Osarimen Giulio Ebagua (born 6 June 1986) is a Nigerian professional footballer who plays as a forward for club Città di Varese.

==Club career==

===Early career===
Born in Nigeria, he moved to Italy with his father when he was one month old. He lived in Rome, and then Turin, later becoming an Italian citizen. He started his professional career with Serie C2 side Casale, 60 km from Turin. He also played for Torino Berretti and Primavera Team, before being released in June 2005 after the old Torino went bankrupt. After the relegation of Casale, he joined Serie C2 side Portogruaro Summaga but soon returned to Casale in Serie D. In the 2007–08 season, he left for another Piedmont club, Novara, but failed to play regularly in Serie C1. In January 2008, he left for a short spell with Serie C1 club Pescara. In July 2008, he joined Canavese. He scored 11 goals for Canavese in Lega Pro Seconda Divisione.

===Varese===
In July 2009, he was signed by Varese along with fellow countrymen Wilfred Osuji and Kingsley Umunegbu. His first season with the club eventually proved to be very successful. Ebagua went on to make 27 league appearances and scoring 12 goals, contributing to the return of Varese to Serie B for this first time in 25 years. Following a successful first season with the club, Ebagua continued his goal scoring displays in the 2010–11 Serie B campaign as he would help guide the club to a promotion play-off spot with his 12 goals in 30 matches. Varese eventually lost in their quest for two-consecutive promotions, and Ebagua was eventually sold to Serie B rivals Torino F.C. in co-ownership deal for €1.2 million cash plus half of Gaetano Carrieri in June 2011.

===Torino===
In his first five months with his new club, Ebagua failed to replicate his form from Varese, and managed just 3 goals in 20 league appearances. He was subsequently loaned out in the 2012 winter transfer window following the arrival of Cristian Pasquato from Juventus.

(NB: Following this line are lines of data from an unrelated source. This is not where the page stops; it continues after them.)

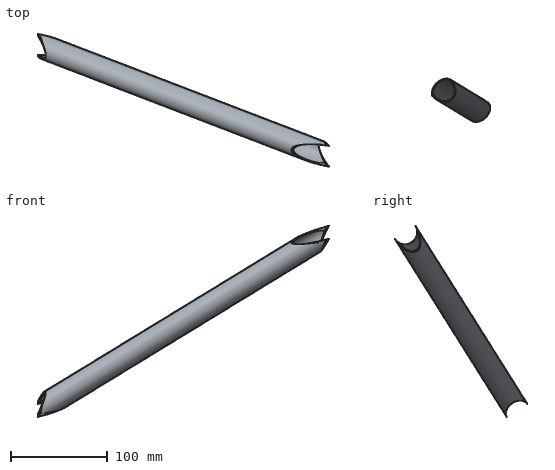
import cadquery as cq
import math

LENGTH_X = 301.0
LOWER_TRIM = 1.8
RISE_Z = 184.8
DROP_Y = 116.2
OUTER_RADIUS = 12.5
WALL = 1.2
LOWER_SHALLOW_ANGLE = 41.0
LOWER_STEEP_ANGLE = 62.0
UPPER_SHALLOW_ANGLE = 36.0
UPPER_STEEP_ANGLE = 59.0
COPE_LENGTH = 120.5

lower_node = cq.Vector(-LOWER_TRIM, 0, 0)
upper_node = cq.Vector(LENGTH_X, -DROP_Y, RISE_Z)
axis = upper_node - lower_node

plane_normal = cq.Vector(1, 0, 0).cross(axis)


def rod(start, direction, radius, length):
    """Solid cylinder starting at a point and running along a direction."""
    return cq.Workplane(cq.Solid.makeCylinder(radius, length, start, direction))


def cope(node, inward, angle):
    """Neighbouring tube leaving a node at an angle from this tube's inward direction."""
    side = plane_normal.cross(inward).normalized()
    turn = math.radians(angle)
    direction = inward.normalized() * math.cos(turn) + side * math.sin(turn)
    return rod(node, direction, OUTER_RADIUS, COPE_LENGTH)


tube = rod(lower_node, axis, OUTER_RADIUS, axis.Length)
tube = tube.cut(rod(lower_node, axis, OUTER_RADIUS - WALL, axis.Length))

ends = (
    (lower_node, axis, LOWER_SHALLOW_ANGLE, LOWER_STEEP_ANGLE),
    (upper_node, axis * -1, UPPER_SHALLOW_ANGLE, UPPER_STEEP_ANGLE),
)
for node, inward, shallow_angle, steep_angle in ends:
    tube = tube.cut(cope(node, inward, -shallow_angle))
    tube = tube.cut(cope(node, inward, steep_angle))

trim_block = cq.Workplane().box(LENGTH_X, LENGTH_X, LENGTH_X).translate((-LENGTH_X / 2, 0, 0))
result = tube.cut(trim_block)

On 31 January 2012, he officially joined Serie A side Catania on loan from Torino for the rest of the season. The club was looking to add depth to their front line following the departure of Maxi López to Milan.

===Bisceglie===
After not playing in the 2018–19 season, on 9 August 2019 he signed with Serie C club Bisceglie.

===Città di Varese===
On 23 January 2021, Ebagua joined Serie D side Città di Varese.